TASK BRIEF: Return the listing below unchanged, minus its pictures.

********

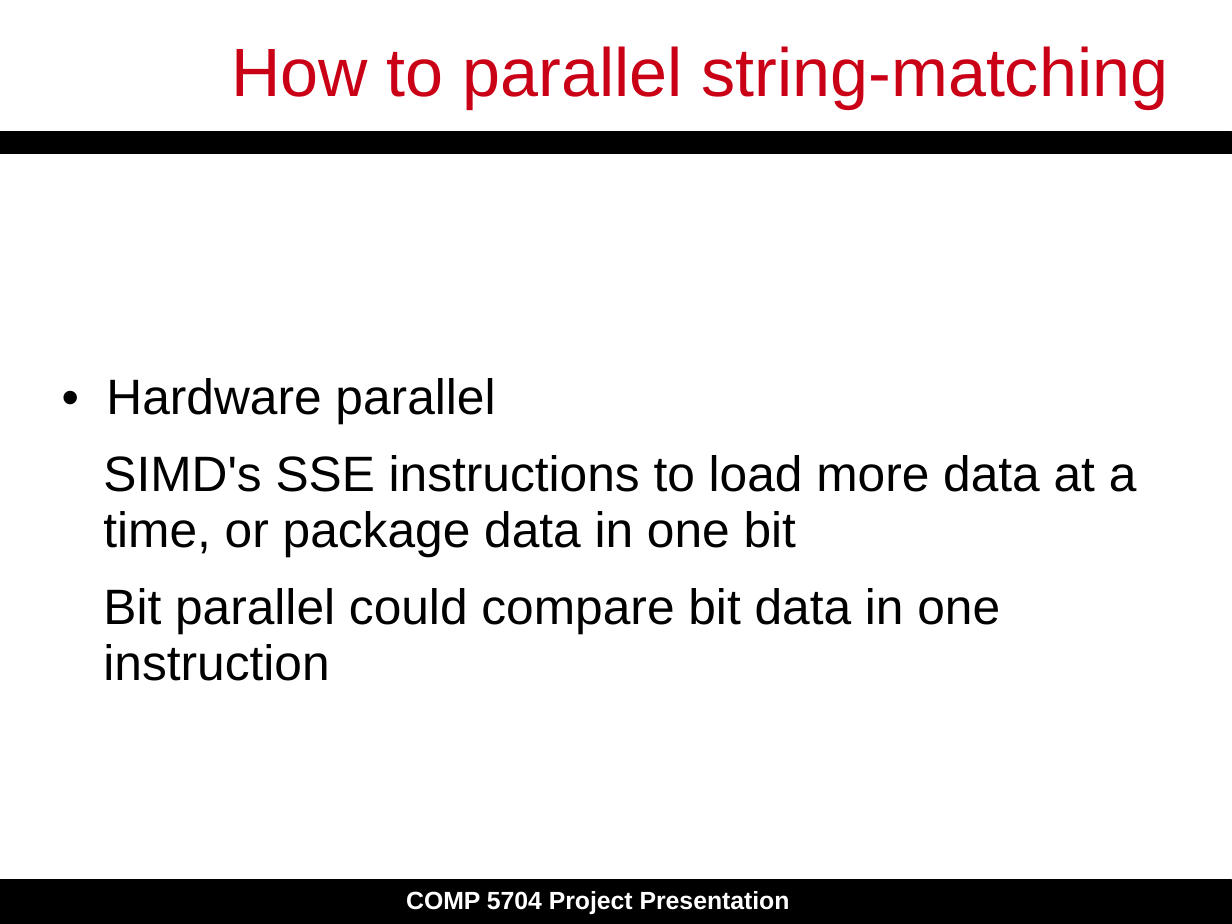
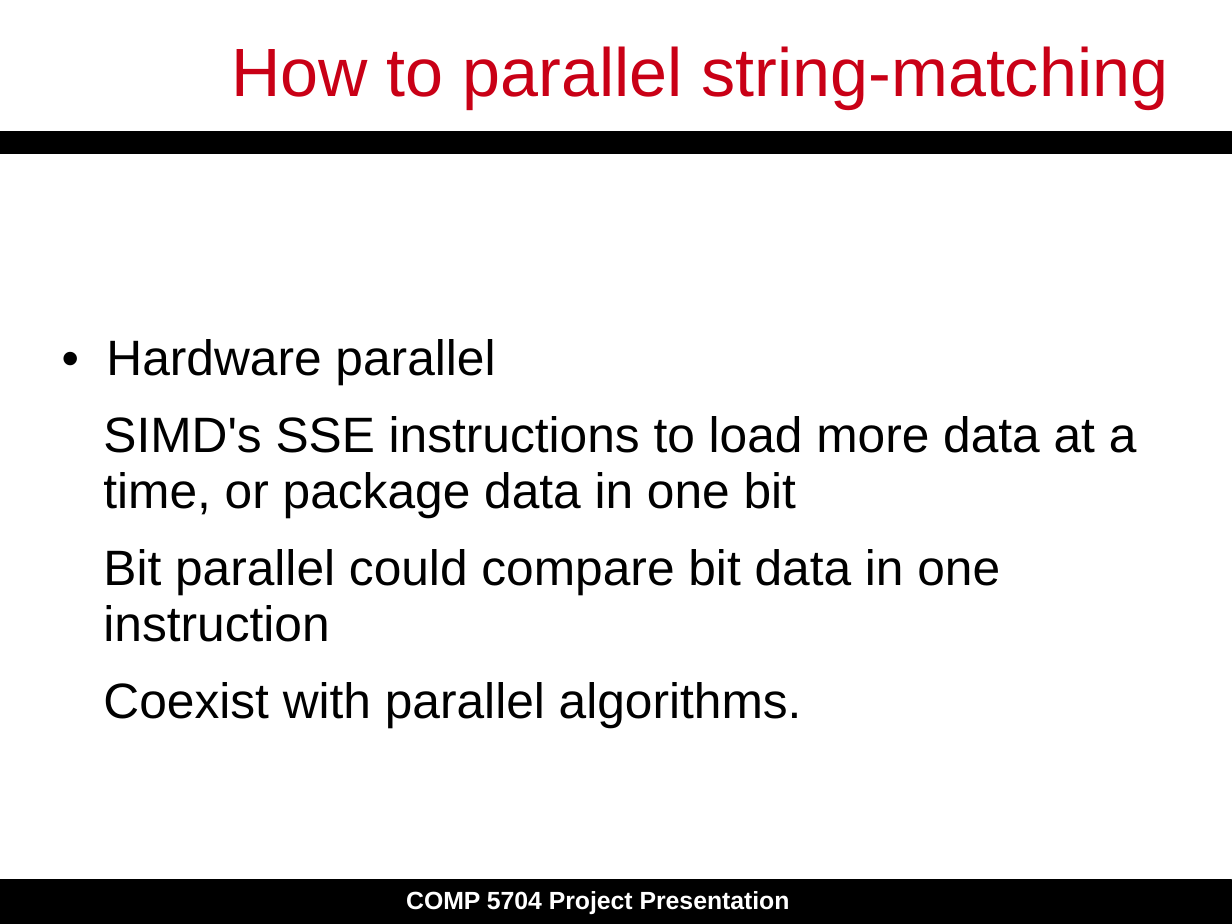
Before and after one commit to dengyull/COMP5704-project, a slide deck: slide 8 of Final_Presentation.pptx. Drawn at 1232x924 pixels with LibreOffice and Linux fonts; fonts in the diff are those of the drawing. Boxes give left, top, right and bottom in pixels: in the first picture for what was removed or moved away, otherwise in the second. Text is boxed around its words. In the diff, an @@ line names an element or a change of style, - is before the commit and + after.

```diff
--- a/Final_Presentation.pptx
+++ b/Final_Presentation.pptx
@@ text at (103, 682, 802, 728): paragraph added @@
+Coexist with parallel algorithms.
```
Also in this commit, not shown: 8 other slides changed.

********

RESPONSE:
Before and after one commit to dengyull/COMP5704-project, a slide deck: slide 8 of Final_Presentation.pptx. Drawn at 1232x924 pixels with LibreOffice and Linux fonts; fonts in the diff are those of the drawing. Boxes give left, top, right and bottom in pixels: in the first picture for what was removed or moved away, otherwise in the second. Text is boxed around its words. In the diff, an @@ line names an element or a change of style, - is before the commit and + after.

```diff
--- a/Final_Presentation.pptx
+++ b/Final_Presentation.pptx
@@ text at (103, 682, 802, 728): paragraph added @@
+Coexist with parallel algorithms.
```
Also in this commit, not shown: 8 other slides changed.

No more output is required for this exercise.